And, though we recognize that Satan lost his bet, he never reappears in the story after the initial chapters where his sly slanders set the whole process rolling. In a pre-Anton Levay day, we would not expect Satan to enjoy either a principal role or a dramatic slant towards rigging the odds in his favor in the few tales in which he appears, so we can overlook this shift. A work filtered through the conventional mechanisms of publishing houses and editors might have a final scene where Satan gets his in some particularly embarassing or horrifying fashion, but this story gets its meanings across - the role of will and pride in confusing man as to his place in the universe, for instance - in spite of the odd absence of principal players from the beginning of the tale in its resolution.

The Superheroic Interpretation

Grafting the dense subtexts of Job to a superheroic interpretation will, we might expect, somewhat water down the original, and, indeed, some themes do not appear through this vehicle. Yet angles of the work definitely do resonate well. For example, Victor von Doom playing the role of Satan in the Book of Job rings true to one aspect of the von Doom character, particularly in his role as ruinator of others rather than World-Emperor in Training.

[Doom in a Mephistophelean role.]

Dr. Doom, generally off-panel and musing in soliloquy, entertains a dialogue about the weaknesses of the soul through which he can infiltrate and destroy, inferring from this a method of ruining his historical enemies, the Fantastic Four. This obsession runs in many angles in the character, having presented a challenge to his power, his technique, and intellect. Thus, both psychological obsessions and simple, though twisted, intellectual curiosity help drive this compulsion to destroy. On one level, Doom simply desires to destroy them as man sought to split the atom: to demonstrate that human reason could achieve the hypothetical impossibility.

For each member of this team he finds some weak point through which to introduce destructive temptations, and, one by one, counters the members of the team. He begins with the Thing, whom he tempts with the restoration of his presumedly-lost humanity (which centers around Ben Grimm's troubles coping with body image as a being resembling a vaguely anthropomorphic sculpture of orange rock). Restored to conventional human form, Grimm realizes that no one knows or recognizes him any longer, and, in an incautious moment, falls to a hit-and-run driver, awakening as a rootless indigent, missing one arm, in a hospital.

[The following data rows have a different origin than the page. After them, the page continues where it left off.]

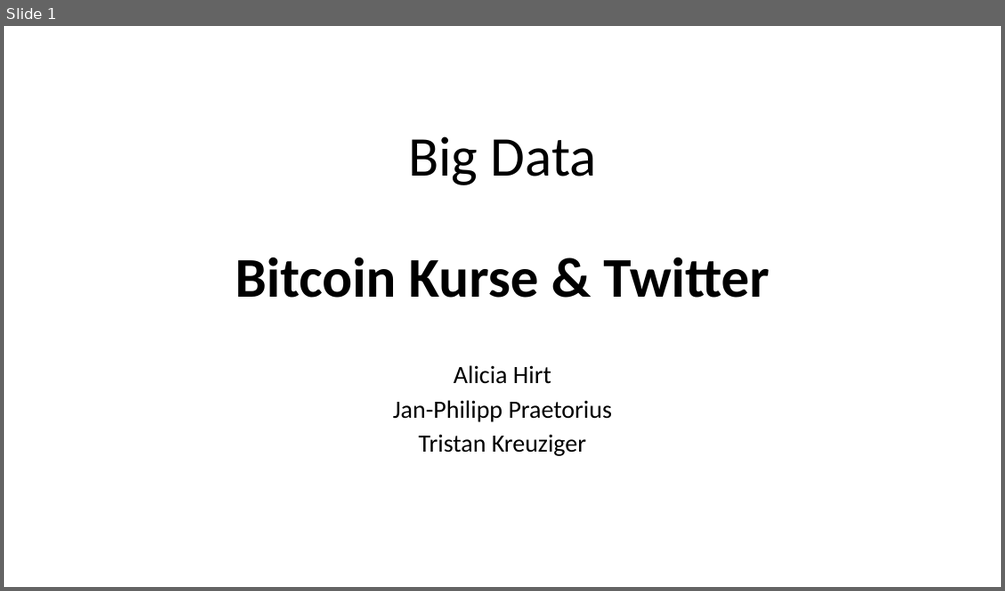
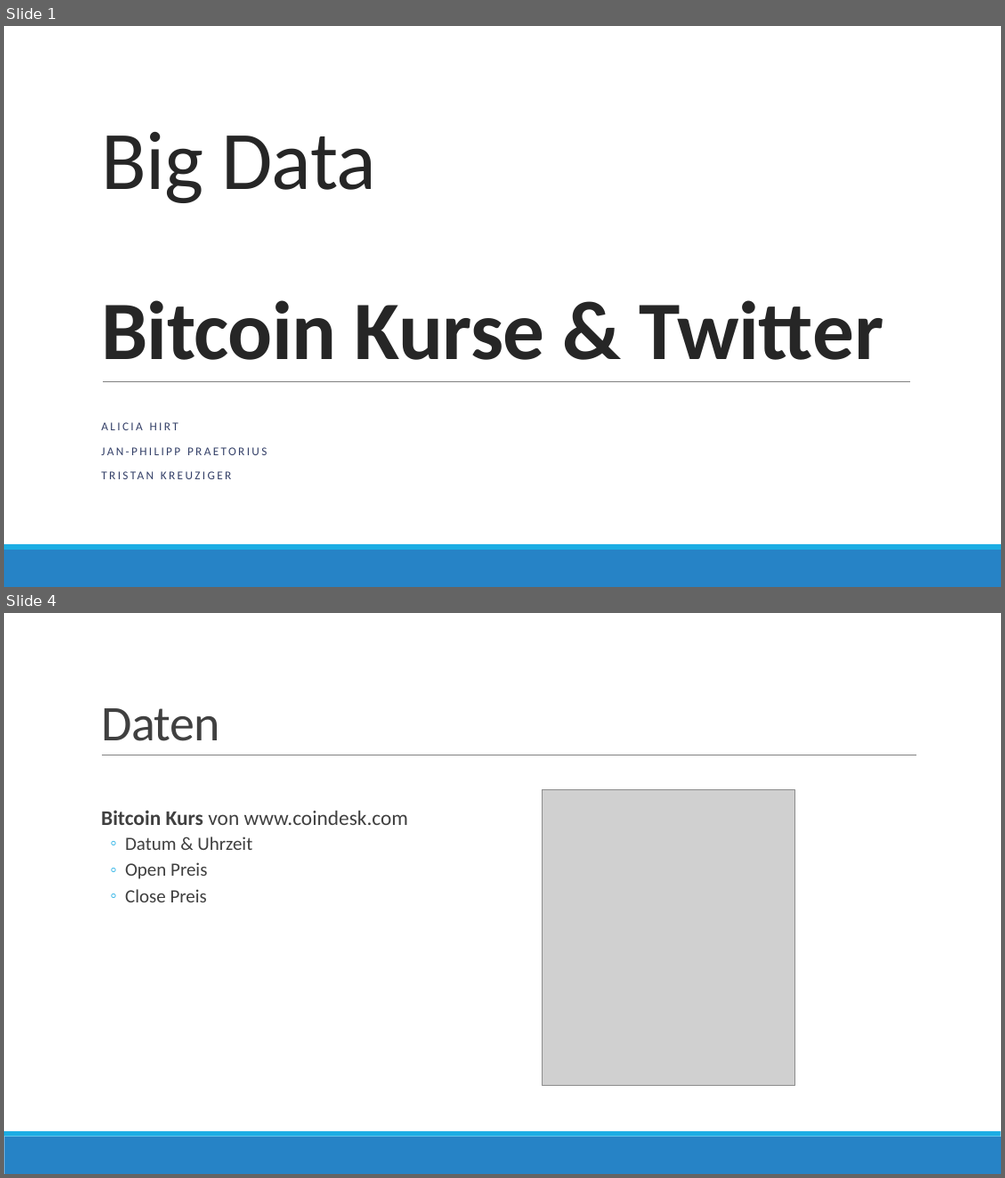
Before and after one commit to jaypem/BigDataProject, a slide deck: Big Data.pptx. Shown one above the other, each under a label of ours: slide 1 before the commit, slides 1 and 4 after it; the slides between them are not shown. The pictures are 1005x591 and 1005x1178 pixels, drawn with LibreOffice and Linux fonts; fonts in the diff are those of the drawing; grey boxes stand for pictures. Boxes give left, top, right and bottom in pixels: in the first picture for what was removed or moved away, otherwise in the second. Text is boxed around its words. In the diff, an @@ line names an element or a change of style, - is before the commit and + after.

```diff
--- a/Big Data.pptx
+++ b/Big Data.pptx
@@ slide 4 added at <box>4,613,1001,1174</box>, background #FFFFFF; not listed: 2 template elements that a slide beside it also shows @@
@@ title added at <box>101,708,220,741</box>, 48 pt, text #404040 @@
+Daten
@@ line added from (102, 755) to (917, 755), #808080 0.5 pt @@
@@ picture added at <box>542,790,795,1086</box> @@
@@ text added at <box>101,810,409,902</box>, 18 pt, text #404040 @@
+  Bitcoin Kurs von www.coindesk.com
+  ◦ Datum & Uhrzeit
+  ◦ Open Preis
+  ◦ Close Preis
@@ slide 1 changed as well @@
@@ title "Big Data Bitcoin Kurse & ...": place and size @@
-title "Big Data Bitcoin Kurse & ..." at <box>235,136,769,297</box>
+title "Big Data Bitcoin Kurse & ..." at <box>101,132,883,360</box>
@@ title "Big Data Bitcoin Kurse & ..." at <box>101,132,883,360</box>: size 54 to 80 pt, text colour #000000 to #262626, letter spacing 0 to -0.5 pt; alignment centre to left; line spacing 0.9 to 0.85 @@
@@ line added from (103, 381) to (910, 381), #808080 0.5 pt @@
@@ subtitle at <box>101,422,267,455</box>: text changed; size 24 to 11.4 pt; text colour #000000 to #344068 @@
-Alicia Hirt
-Jan-Philipp Praetorius
-Tristan Kreuziger
+ALICIA HIRT
+JAN-PHILIPP PRAETORIUS
+TRISTAN KREUZIGER
@@ rectangle added at <box>4,549,1001,587</box>, fill #2683C6 @@
@@ rectangle added at <box>4,544,1001,549</box>, fill #1CADE4 @@
```
Also in this commit, not shown: 3 other slides changed, 2 other slides added, 2 slides removed, 1 other file.

Doom furthermore neutralizes the Storm siblings through angles with a sexual component; Johnny, in part via the well-recognized tendency in men to prove their worth through sexual conquests (after which, with their objects having proved conquerable, the object of lust quickly becomes a target of indifference), and Sue via the desire for the undivided attention of a lover, provided in the form of Prince Namor, who offers a kind of animal sensuality unavailable from a husband who locks himself indefinitely in a laboratory.

With three members of the Fantastic Four trapped in hopeless of their own making - for each actively decided to submit to Doom's traps - and Reed Richards seemingly comatose in his laboratory, Doom congratulates himself on his victory and begins moving various resources subject to his manipulation, including the generally-intractible Sub-Mariner and the frequently-ludicrous Mole Man. And, at this point, with a gigantic Doom-shaped golem busting things up in Manhattan, we enter the trap that seems to have ensnared Richards.

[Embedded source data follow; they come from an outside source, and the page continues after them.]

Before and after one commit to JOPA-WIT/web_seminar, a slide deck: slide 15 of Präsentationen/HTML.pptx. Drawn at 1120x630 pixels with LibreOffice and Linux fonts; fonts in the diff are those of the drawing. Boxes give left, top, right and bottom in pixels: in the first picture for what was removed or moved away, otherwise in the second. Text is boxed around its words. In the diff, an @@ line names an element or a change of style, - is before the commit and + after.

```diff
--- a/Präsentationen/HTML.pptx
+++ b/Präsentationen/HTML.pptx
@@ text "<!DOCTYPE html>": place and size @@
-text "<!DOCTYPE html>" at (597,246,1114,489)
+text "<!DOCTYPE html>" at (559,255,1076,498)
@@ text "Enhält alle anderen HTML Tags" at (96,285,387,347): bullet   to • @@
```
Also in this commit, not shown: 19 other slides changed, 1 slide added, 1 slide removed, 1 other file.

It comes clear, at this point, that Doom has delivered the team to a created reality he can manipulate, which for Dr. Richards takes the form of a history where Richards led an early double life as a murderer. Terrified by the dark side of his self, the Reed in this incarnation investigated magical means to separate out the evil components of his own personality, extracting a piece of himself which he disguised by naming it von Doom. However, Richards sees some flaw in this synthetic cosmos; and, furthermore, various players begin to deviate from Doom's plan as they come together.

Namor, always a risky ingredient in the context of those who attempt to manipulate him into doing their dirty work, decides not to play Doom's game; and, furthermore, in spite of their own particular ruinations, the remaining members of the team ignore their personal disgraces to act as a team against Doom. Even missing a limb and without superhuman abilities, Grimm resolves to resist Doom, and at this point the reader realizes Doom has lost on the level of character - as such, he has also lost the angle as conqueror. Using Doom's own technology and a handy prosthesis, Sue retransforms Grimm into the Thing, and, with Alicia Masters playing a surprise role in swaying the outcome, the team defeats the giant Doom golem. Insultingly, rather than allowing Doom the resolutions that conserve his dignity - escapes or false deaths - the team opt not even to clobber him. Instead, Sue gives him a blistering lecture about his wasted potential as a human being, compounding the insult of failing to recognize him as the kind of menace Doom desires to play.

Doom, in the end, proves to have defeated his own plan preemptively by failing to consider the team as a collective. Though his strategies do a great deal to undermine and subvert them as individuals, in the context of a team their own heroic natures impel them to rise above the theoretical ruination his schemings have brought about, much in the way that a nation somewhat divided by hostile regionalisms can set them aside long enough to confront and overcome a real menace on a greater scale.

Multiple Convergences

[The mangled Ben Grimm in a moment of morbid self-obsession.] One might note as the most obvious difference between this work and the Book of Job the general absence of the metaphysical poles in the persons of God and Satan. Human (or superhuman) understudies substitute for these in this work.To catalogue where this work differs from Job could provide an exhaustive, and therefore exhausting (to both reader and writer) study.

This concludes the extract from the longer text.